Beef – during and beyond COVID-19
However, the Q2 report said the Australian cattle market was more favourably placed –limited supply and improved seasonal conditions continuing to dominate the local sector and maintain strong cattle prices.
Beef processing disruptions
Beef supply chains and distribution channels emerged the major casualties of COVID-19 during March and April, particularly in the US, where, Mr Gidley-Baird said, cattle slaughter dived almost 50 per cent below 2019 levels following beef processing plant closures and slowdowns.
“This limited capacity placed enormous pressure on beef supplies and fed cattle numbers, with prices adjusting accordingly,” he said. “Beef prices jumped to record levels – the comprehensive cutout reached USD 470/cwt in early May – and fed cattle prices dropped.”
Although US production was now improving, with plant capacity, as of mid-May, down only about 10 per cent, Gidley-Baird said the backlog of cattle was not expected to be cleared until late 2020 or early 2021.
Globally, the spread of COVID-19 continues at pace in a number of countries – Brazil’s processing sector is currently on high alert – and he said Australia had been fortunate to avoid any major disruptions to beef processing capacity, its production constrained only by the limited national supply.
The report’s revised-down forecast for 2020 global beef production dropped about one per cent on 2019 levels, with a number of factors beyond COVID-19’s disruption affecting the outlook, Gidley-Baird said.
High levels of female slaughter in Brazil and Australia in recent years had reduced breeding herds, Australia’s current rebuilding efforts reducing the number of cattle sent to slaughter. Australia’s east coast cattle slaughter for the year to date was down eight per cent, while female slaughter was down 13 per cent – demonstrating producer demand to rebuild herds.

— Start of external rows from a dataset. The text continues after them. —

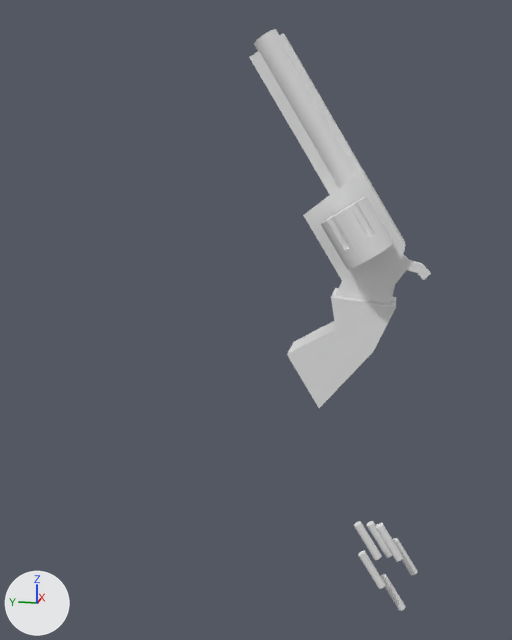
Two versions of the glTF model Models/Guns/revolver.glb, one commit apart.
Camera for both pictures: a camera (50 mm lens) standing at (-0.856, -0.042, 0.115) and looking at (-0.018, 0.126, -0.095). The axes (+X, +Y, +Z) are drawn at lower left. The lights are the same throughout. Both versions are drawn at frame 26 of the action 'Reload'; the numbers are the values there.

The first picture shows 'Bullet1', 'Bullet2', 'Bullet3', 'Bullet4', 'Bullet5', 'Bullet6', 'Cube', 'Cube.001', 'Cube.002', 'Cylinder', 'Cylinder.001'.
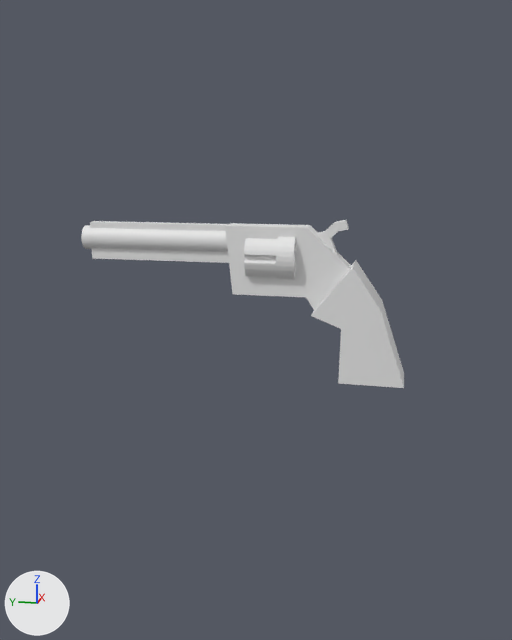
The change, as a diff of the scene's bpy script:
```diff
--- a/Models/Guns/revolver.glb.py
+++ b/Models/Guns/revolver.glb.py
@@ ob_bullet4 @@
 ob_bullet4 = bpy.data.objects.new('Bullet4', me_cylinder_012)
-ob_bullet4.parent = ob_bone_003
-ob_bullet4.location = (0.0, 0.0, 0.025)
-ob_bullet4.rotation_euler = (0.0, -3.142, 0.0)  # degrees (0, -180, 0)
+ob_bullet4.location = (0.0, 0.102, -0.0389)
+ob_bullet4.rotation_euler = (1.571, -3.142, 0.0)  # degrees (90, -180, 0)
 ob_bullet4.scale = (0.005, 0.005, 0.025)
@@ ob_bullet5 @@
 ob_bullet5 = bpy.data.objects.new('Bullet5', me_cylinder_013)
-ob_bullet5.parent = ob_bone_004
-ob_bullet5.location = (0.0, 0.0, 0.025)
-ob_bullet5.rotation_euler = (0.0, 3.142, 1.047)  # degrees (0, 180, 60)
+ob_bullet5.location = (-0.019, 0.102, -0.0279)
+ob_bullet5.rotation_euler = (1.571, -2.094, 0.0)  # degrees (90, -120, 0)
 ob_bullet5.scale = (0.005, 0.005, 0.025)
@@ ob_bullet6 @@
 ob_bullet6 = bpy.data.objects.new('Bullet6', me_cylinder_014)
-ob_bullet6.parent = ob_bone_005
-ob_bullet6.location = (0.0, 0.0, 0.025)
-ob_bullet6.rotation_euler = (-3.142, 0.0, -1.047)  # degrees (-180, 0, -60)
+ob_bullet6.location = (-0.019, 0.102, -0.00589)
+ob_bullet6.rotation_euler = (1.571, -1.047, 0.0)  # degrees (90, -60, 0)
 ob_bullet6.scale = (0.005, 0.005, 0.025)
@@ ob_bullet1 @@
 ob_bullet1 = bpy.data.objects.new('Bullet1', me_cylinder_009)
-ob_bullet1.parent = ob_bone_006
-ob_bullet1.location = (0.0, 0.0, 0.025)
-ob_bullet1.rotation_euler = (-3.142, 0.0, 0.0)  # degrees (-180, 0, 0)
+ob_bullet1.location = (0.0, 0.102, 0.0051)
+ob_bullet1.rotation_euler = (1.571, 0.0, 0.0)  # degrees (90, 0, 0)
 ob_bullet1.scale = (0.005, 0.005, 0.025)
@@ ob_bullet2 @@
 ob_bullet2 = bpy.data.objects.new('Bullet2', me_cylinder_010)
-ob_bullet2.parent = ob_bone_007
-ob_bullet2.location = (0.0, 0.0, 0.025)
-ob_bullet2.rotation_euler = (-3.142, 0.0, 1.047)  # degrees (-180, 0, 60)
+ob_bullet2.location = (0.019, 0.102, -0.00589)
+ob_bullet2.rotation_euler = (1.571, 1.047, 0.0)  # degrees (90, 60, 0)
 ob_bullet2.scale = (0.005, 0.005, 0.025)
@@ ob_bullet3 @@
 ob_bullet3 = bpy.data.objects.new('Bullet3', me_cylinder_011)
-ob_bullet3.parent = ob_bone_008
-ob_bullet3.location = (0.0, 0.0, 0.025)
-ob_bullet3.rotation_euler = (0.0, 3.142, -1.047)  # degrees (0, 180, -60)
+ob_bullet3.location = (0.019, 0.102, -0.0279)
+ob_bullet3.rotation_euler = (1.571, 2.094, 0.0)  # degrees (90, 120, 0)
 ob_bullet3.scale = (0.005, 0.005, 0.025)
@@ ob_cylinder @@
 ob_cylinder = bpy.data.objects.new('Cylinder', me_cylinder)
-ob_cylinder.parent = ob_bone_001
-ob_cylinder.location = (0.0, 0.0, 0.0294)
-ob_cylinder.rotation_euler = (1.571, 0.0, 0.0)  # degrees (90, 0, 0)
+ob_cylinder.location = (0.0, 0.108, -0.0169)
@@ ob_cube_002 @@
 ob_cube_002 = bpy.data.objects.new('Cube.002', me_cube_003)
-ob_cube_002.parent = ob_bone_002
-ob_cube_002.location = (0.0, 0.0245, 0.0181)
-ob_cube_002.rotation_euler = (-0.148, 0.0, 0.0)  # degrees (-8.5, 0, 0)
+ob_cube_002.location = (0.0, 0.0485, 0.00338)
@@ ob_cube @@
 ob_cube = bpy.data.objects.new('Cube', me_cube_002)
-ob_cube.parent = ob_bone
-ob_cube.location = (0.0, 0.0708, 0.177)
-ob_cube.rotation_euler = (0.382, 0.0, 0.0)  # degrees (22, 0, 0)
+ob_cube.location = (0.0, 0.115, -0.0298)
@@ ob_cube_001 @@
 ob_cube_001 = bpy.data.objects.new('Cube.001', me_cube_001)
-ob_cube_001.parent = ob_bone
-ob_cube_001.location = (0.0, -0.00767, 0.0645)
-ob_cube_001.rotation_euler = (0.382, 0.0, 0.0)  # degrees (22, 0, 0)
+ob_cube_001.location = (0.0, 0.0, -0.105)
@@ ob_cylinder_001 @@
 ob_cylinder_001 = bpy.data.objects.new('Cylinder.001', me_cylinder_008)
-ob_cylinder_001.parent = ob_bone
-ob_cylinder_001.location = (0.0, 0.188, 0.256)
-ob_cylinder_001.rotation_euler = (0.382, 0.0, 0.0)  # degrees (22, 0, 0)
+ob_cylinder_001.location = (0.0, 0.253, 0.000103)
```

Pixel boxes (x1, y1, x2, y2) of what changed, in the pictures (512 x 640 px):
'Cube', moved, turned: before (249, 34, 405, 304); after (90, 221, 351, 311)
'Cube.001', moved, turned: before (287, 288, 396, 408); after (311, 260, 404, 388)
'Cylinder.001', moved, turned: before (254, 29, 357, 188); after (81, 225, 228, 252)
'Cylinder', moved, turned: before (321, 196, 394, 269); after (244, 236, 296, 280)
'Cube.002', moved, turned: before (396, 254, 431, 283); after (316, 220, 349, 255)
'Bullet6', moved, turned: before (358, 551, 385, 589); after (294, 246, 297, 254)
'Bullet1', moved, turned (not visible afterwards): before (354, 521, 382, 560)
'Bullet2', moved, turned (not visible afterwards): before (376, 523, 403, 561)
'Bullet5', moved, turned: before (381, 574, 406, 611); after (294, 264, 296, 272)
'Bullet4', moved, turned (not visible afterwards): before (367, 521, 392, 558)
'Bullet3', moved, turned (not visible afterwards): before (393, 538, 418, 576)

This reduced slaughter had, Gidley-Baird said, reduced exports by one per cent, year to date, with disruptions also shifting export markets – reducing numbers into China during February and March, before a recovery in April, and decreasing exports into the US throughout March and April.
In Brazil, he said, cattle slaughter was believed to have fallen by nine per cent in Q1. However, a reduction in imports from China – down 29 per cent month on month in February – and a decline in domestic consumption had weakened demand, so supply and demand was balanced, maintaining cattle price stability.
“Brazil is currently experiencing drier conditions, so we expect the supply of animals for slaughter to increase, and with domestic consumption continuing to decline, we forecast Brazilian exports to increase, particularly considering the strong devaluation of its currency, down 40 per cent since the start of the year,” Gidley-Baird said.
Processing slowdowns in the US, plus Argentine tax regime changes and a softening of demand in its export markets, also contributed to the lower production estimate, Mr Gidley-Baird said.
Slowing economic outlook
With Rabobank forecasting a severe downturn in the global economy – with world economic growth contracting 2.6 per cent in 2020 – Mr Gidley-Baird said there would be repercussions on beef demand.
“As a perishable product, there is a consistent relationship between production and consumption – whatever beef is produced will be consumed relatively quickly,” he said. “The question then becomes ‘at what price will we consume the given quantity?’.”
He said past economic downturns suggest beef demand declined – with consumption during the global financial crisis and past European downturns stimulated through discounting.
“With economic stress there is also the risk that consumers shift to cheaper animal protein, such as pork and poultry, or to less expensive beef cuts,” Gidley-Baird said.
This trend, he said, was expected to continue throughout a deep recession, with a change in consumption patterns likely to evolve over the balance of 2020.